• _ACTIVITY_
The answer must be an exact printing of every record below, with the pictures omitted.

• _WORKING DATA_

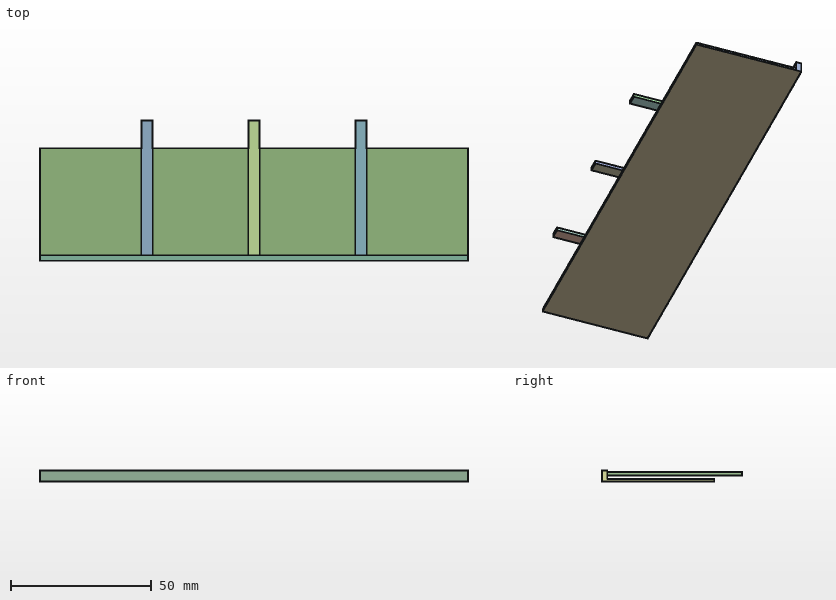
import cadquery as cq

length = 152.3
depth = 50.0
height = 4.0
rail_width = 2.0
plate_reach = 40.0
plate_thickness = 0.99
arm_width = 4.0
arm_thickness = 1.4
arm_drop = 0.5
arm_count = 3
arm_pitch = length / (arm_count + 1)


def front_box(size_x, size_y, size_z, z_bottom, x_center=0.0):
    """Box centred in X whose front face lies on Y = 0."""
    return (
        cq.Workplane("XY")
        .box(size_x, size_y, size_z, centered=(True, False, False))
        .translate((x_center, 0, z_bottom))
    )


result = front_box(length, rail_width, height, 0)
result = result.union(front_box(length, plate_reach, plate_thickness, 0))

for index in range(arm_count):
    arm_x = (index - (arm_count - 1) / 2) * arm_pitch
    arm_bottom = height - arm_drop - arm_thickness
    result = result.union(front_box(arm_width, depth, arm_thickness, arm_bottom, arm_x))
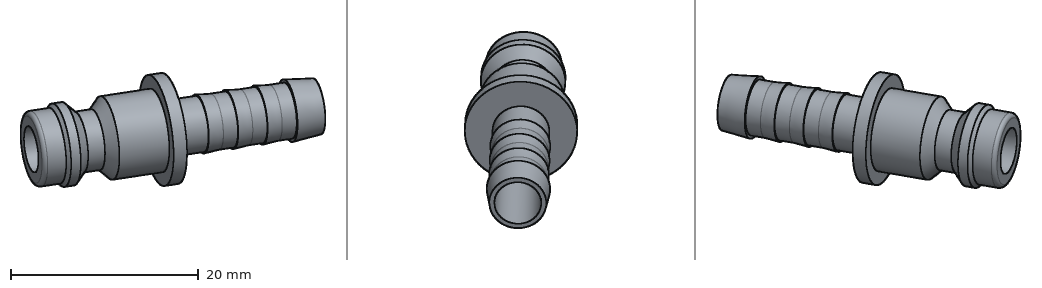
import cadquery as cq

length = 32.0
flange_radius = 6.0
body_radius = 4.5
nose_radius = 4.1
neck_radius = 3.3
bore_radius = 2.5
stem_radius = 3.05
barb_radius = 3.2
end_barb_radius = 3.4

nose_length = 2.6
collar_start = nose_length + body_radius - nose_radius
collar_end = 4.1
cone_length = body_radius - neck_radius
neck_start = collar_end + cone_length
neck_end = 7.2
body_start = neck_end + cone_length
flange_start = 14.0
flange_thickness = 1.5
flange_end = flange_start + flange_thickness
nose_round = 0.48

barb_count = 3
barb_length = 1.648
barb_pitch = 2 * barb_length
first_barb = 18.88
end_barb_start = first_barb + barb_count * barb_pitch


def outer_profile():
    """Radius and axial distance of each corner of the half section."""
    points = [
        (bore_radius, 0),
        (nose_radius, 0),
        (nose_radius, nose_length),
        (body_radius, collar_start),
        (body_radius, collar_end),
        (neck_radius, neck_start),
        (neck_radius, neck_end),
        (body_radius, body_start),
        (body_radius, flange_start),
        (flange_radius, flange_start),
        (flange_radius, flange_end),
        (stem_radius, flange_end),
    ]
    for index in range(barb_count):
        step = first_barb + index * barb_pitch
        points += [
            (stem_radius, step),
            (barb_radius, step),
            (stem_radius, step + barb_length),
        ]
    points += [
        (stem_radius, end_barb_start),
        (end_barb_radius, end_barb_start),
        (stem_radius, length),
        (bore_radius, length),
    ]
    return points


plug = cq.Workplane("XY").polyline(outer_profile()).close().revolve(360, (0, 0), (0, 1))

result = plug.faces("<Y").edges(cq.selectors.RadiusNthSelector(-1)).fillet(nose_round)

• _SOLUTION TO THIS EXERCISE_
import cadquery as cq

length = 152.3
depth = 50.0
height = 4.0
rail_width = 2.0
plate_reach = 40.0
plate_thickness = 0.99
arm_width = 4.0
arm_thickness = 1.4
arm_drop = 0.5
arm_count = 3
arm_pitch = length / (arm_count + 1)


def front_box(size_x, size_y, size_z, z_bottom, x_center=0.0):
    """Box centred in X whose front face lies on Y = 0."""
    return (
        cq.Workplane("XY")
        .box(size_x, size_y, size_z, centered=(True, False, False))
        .translate((x_center, 0, z_bottom))
    )


result = front_box(length, rail_width, height, 0)
result = result.union(front_box(length, plate_reach, plate_thickness, 0))

for index in range(arm_count):
    arm_x = (index - (arm_count - 1) / 2) * arm_pitch
    arm_bottom = height - arm_drop - arm_thickness
    result = result.union(front_box(arm_width, depth, arm_thickness, arm_bottom, arm_x))
import cadquery as cq

length = 32.0
flange_radius = 6.0
body_radius = 4.5
nose_radius = 4.1
neck_radius = 3.3
bore_radius = 2.5
stem_radius = 3.05
barb_radius = 3.2
end_barb_radius = 3.4

nose_length = 2.6
collar_start = nose_length + body_radius - nose_radius
collar_end = 4.1
cone_length = body_radius - neck_radius
neck_start = collar_end + cone_length
neck_end = 7.2
body_start = neck_end + cone_length
flange_start = 14.0
flange_thickness = 1.5
flange_end = flange_start + flange_thickness
nose_round = 0.48

barb_count = 3
barb_length = 1.648
barb_pitch = 2 * barb_length
first_barb = 18.88
end_barb_start = first_barb + barb_count * barb_pitch


def outer_profile():
    """Radius and axial distance of each corner of the half section."""
    points = [
        (bore_radius, 0),
        (nose_radius, 0),
        (nose_radius, nose_length),
        (body_radius, collar_start),
        (body_radius, collar_end),
        (neck_radius, neck_start),
        (neck_radius, neck_end),
        (body_radius, body_start),
        (body_radius, flange_start),
        (flange_radius, flange_start),
        (flange_radius, flange_end),
        (stem_radius, flange_end),
    ]
    for index in range(barb_count):
        step = first_barb + index * barb_pitch
        points += [
            (stem_radius, step),
            (barb_radius, step),
            (stem_radius, step + barb_length),
        ]
    points += [
        (stem_radius, end_barb_start),
        (end_barb_radius, end_barb_start),
        (stem_radius, length),
        (bore_radius, length),
    ]
    return points


plug = cq.Workplane("XY").polyline(outer_profile()).close().revolve(360, (0, 0), (0, 1))

result = plug.faces("<Y").edges(cq.selectors.RadiusNthSelector(-1)).fillet(nose_round)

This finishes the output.